D’une seule voix, les trois fédérations (wallonne, bruxelloise et flamande) de CPAS du pays demandent un moment de répit : un stop à toute (autre) réforme touchant les CPAS et leur public, au minimum pour les six prochains mois. Pour permettre à ces institutions d’absorber le choc du report de charges et leur accorder le temps nécessaire à la mise en œuvre des mesures liées à la réforme du chômage.

« On serait des chômeurs professionnels qui ne foutent rien depuis vingt ans ? C’est faux ! Mais on est les premiers à passer à la casse »

Les CPAS auraient ainsi un peu plus que le mois réglementaire pour effectuer les visites à domicile; cela allégerait le travail de la première ligne sociale. « Un mois, c’est court. Il faut parfois retourner sur place à plusieurs reprises parce que la personne est absente. On demande juste un peu de latitude », indique encore Dorothée Klein.

Le bénéficiaire recevrait lui sa décision d’octroi dans le délai légal, si l’enquête sociale est positive. La visite à domicile se ferait dans les semaines qui suivent. Si elle contredit les résultats de l’enquête sociale, la décision peut être révisée et le bénéficiaire devrait rembourser les sommes indûment perçues.

Un soutien financier aussi

Les Fédérations de CPAS demandent aussi une solution de crise temporaire pour que les CPAS n’aient pas à ouvrir de nouveaux dossiers d’avance. Certains exclus du chômage se sont tournés vers l’Awiph, pour solliciter un statut de personne handicapée, ou vers l’Inami, pour obtenir une reconnaissance d’invalidité. Ces démarches prennent du temps et ces acteurs institutionnels n’ont pas les mêmes délais légaux à respecter. Dans l’intervalle, les gens se retournent vers le CPAS parce qu’il faut bien manger et payer son loyer.

Les CPAS réclament encore un soutien financier à l’Arizona. Jusqu’ici, le fédéral compensait à 100 % les revenus d’intégration des exclus du chômage ainsi que les besoins en personnel pour absorber ce public. À partir de juillet, ce ne sera plus le cas : les CPAS seront financés à des hauteurs variables (70%,80%…, seon les communes) pour les exclus du chômage comme pour les autres bénéficiaires du revenu d’intégration, les communes devant mettre la main à la poche pour payer la différence.

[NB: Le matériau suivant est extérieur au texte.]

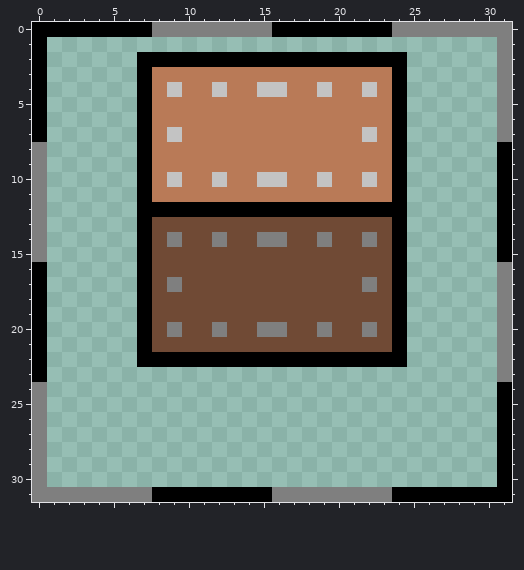
File history of a pixel-art sprite, src/graphics/box.png. Above is the file before it was changed.
The file is 32x32 pixels.
Now the later version:
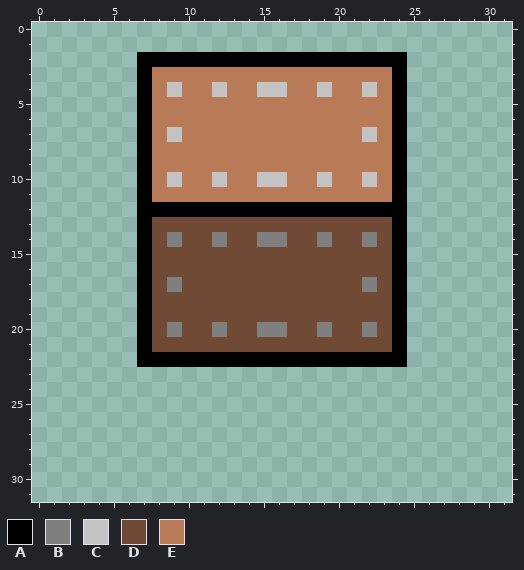
Palette (. is transparent): A #000000  B #7f7f7f  C #c3c3c3  D #704a35  E #b97a57
From old to new:
y 0: x 0..31 AAAAAAAABBBBBBBBAAAAAAAABBBBBBBB -> ................................
y 1..7: x 0 A -> .; x 31 B -> .
y 8..15: x 0 B -> .; x 31 A -> .
y 16..23: x 0 A -> .; x 31 B -> .
y 24..30: x 0 B -> .; x 31 A -> .
y 31: x 0..31 BBBBBBBBAAAAAAAABBBBBBBBAAAAAAAA -> ................................

Les premiers jours de 2026 seront rudes pour les exclus du chômage: un tiers devrait « tomber » au CPAS

Les CPAS veulent un élargissement de la compensation à 100 % pour les exclus de la vague de juillet, les personnes qui font une demande tardive et les jeunes qui se trouvent en fin d’allocations d’insertion.

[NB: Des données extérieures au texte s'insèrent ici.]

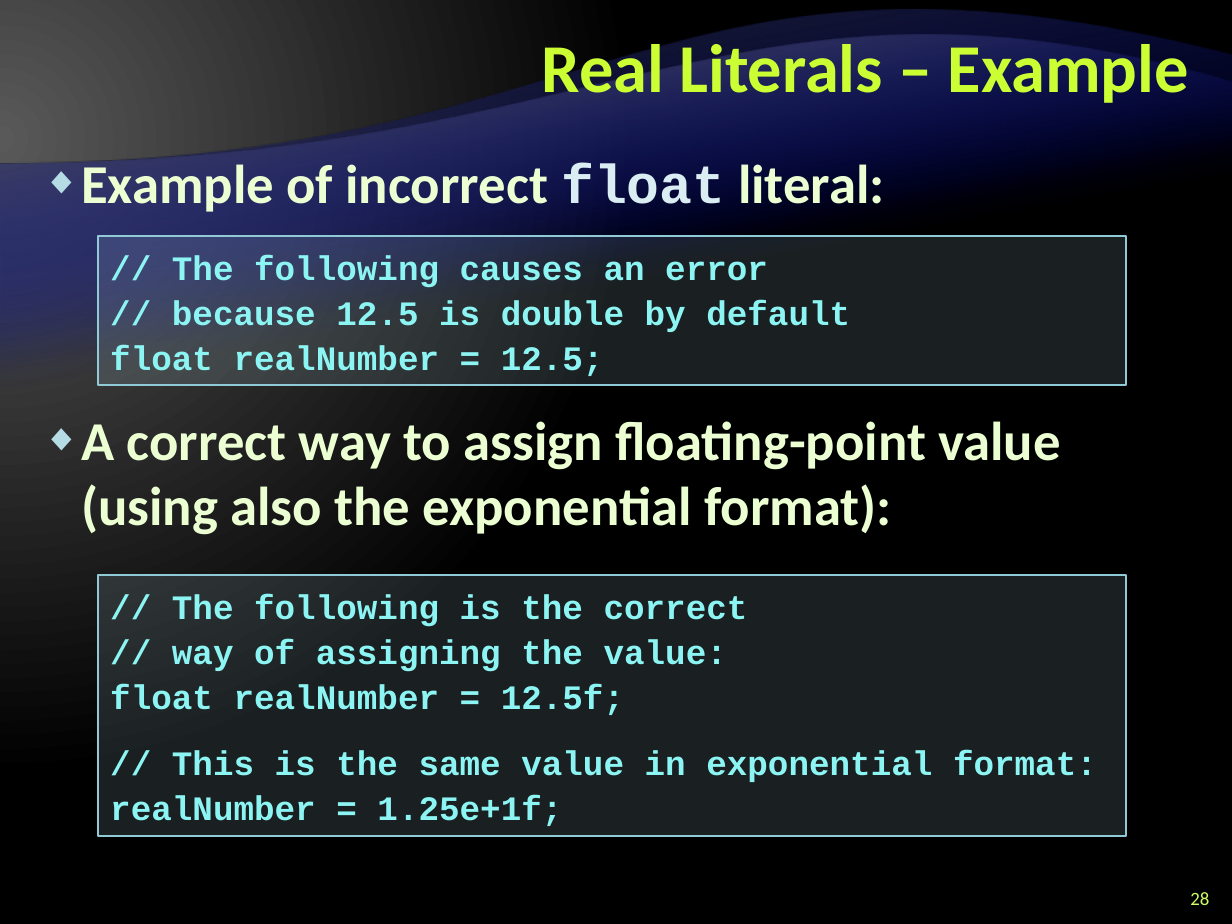
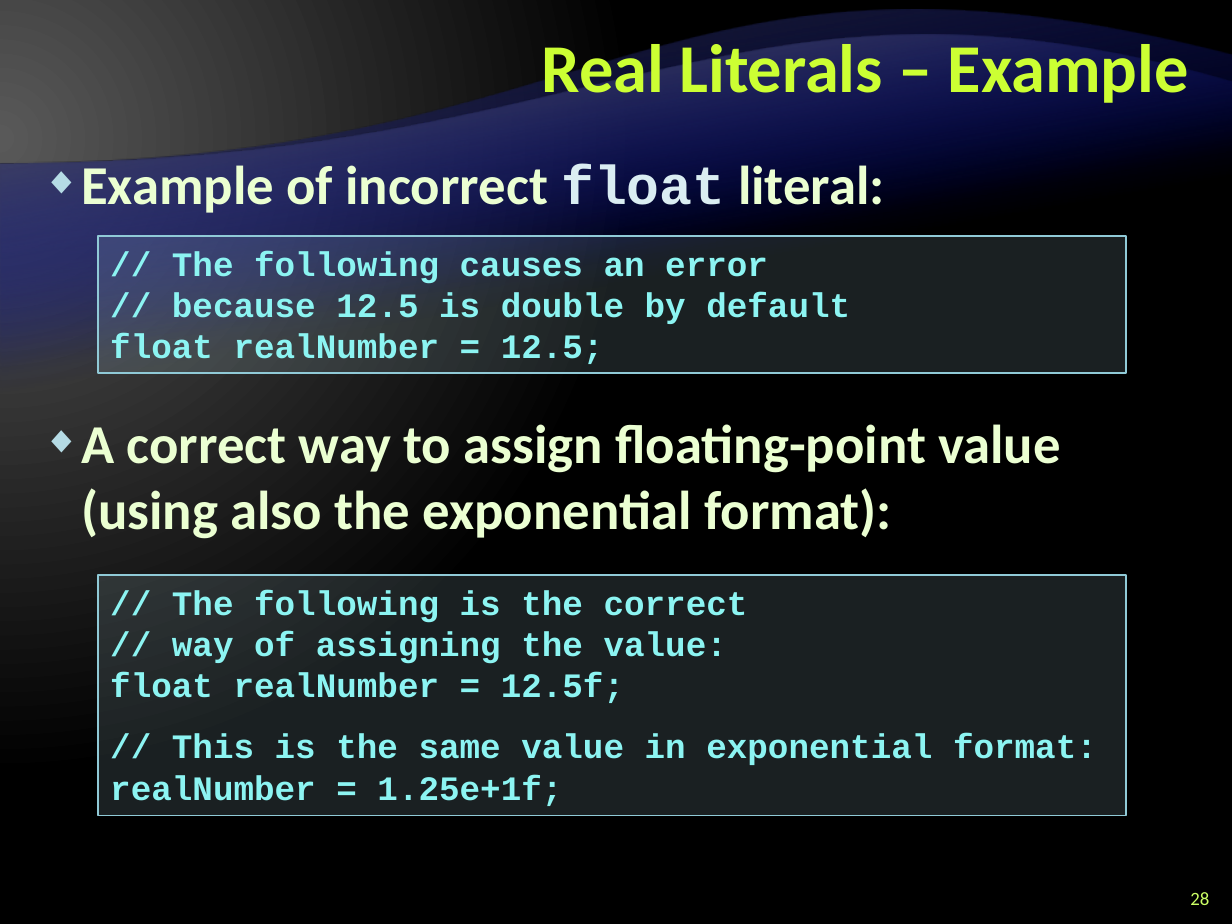
Before and after one commit to Graveheart/aspnetcourse, a slide deck: slide 28 of 2010/lectures/2. CSharp Language Overview - Part I.pptx. Drawn at 1232x924 pixels with LibreOffice and Linux fonts; fonts in the diff are those of the drawing; background and template pictures are left out. Boxes give left, top, right and bottom in pixels: in the first picture for what was removed or moved away, otherwise in the second. Text is boxed around its words. In the diff, an @@ line names an element or a change of style, - is before the commit and + after.

```diff
--- a/2010/lectures/2. CSharp Language Overview - Part I.pptx
+++ b/2010/lectures/2. CSharp Language Overview - Part I.pptx
@@ text "Example of incorrect float literal:" at <box>81,160,1060,539</box>: line spacing 38pt to 1 @@
@@ rectangle "// The following causes an ...": place and size @@
-rectangle "// The following causes an ..." at <box>99,237,1127,386</box>
+rectangle "// The following causes an ..." at <box>99,237,1127,373</box>
@@ rectangle "// The following causes an ..." at <box>99,237,1127,373</box>: line spacing 1.1 to 1 @@
@@ rectangle "// The following is the ..." at <box>99,575,1127,816</box>: line spacing 1.1 to 1 @@
@@ rectangle "// The following is the ...": place and size @@
-rectangle "// The following is the ..." at <box>99,575,1127,837</box>
+rectangle "// The following is the ..." at <box>99,575,1127,816</box>
```
Also in this commit, not shown: 22 other slides changed.

Les trois fédérations de CPAS, qui viennent d’adresser ces demandes à la ministre de l’Intégration sociale, Anneleen Van Bossuyt (N-VA), attendent une réponse rapide. Faute de quoi, ils ne peuvent pas garantir de pouvoir maintenir l’octroi des aides sociales dans les conditions prévues part la loi. « Il y a urgence absolue pour tous les CPAS du pays ».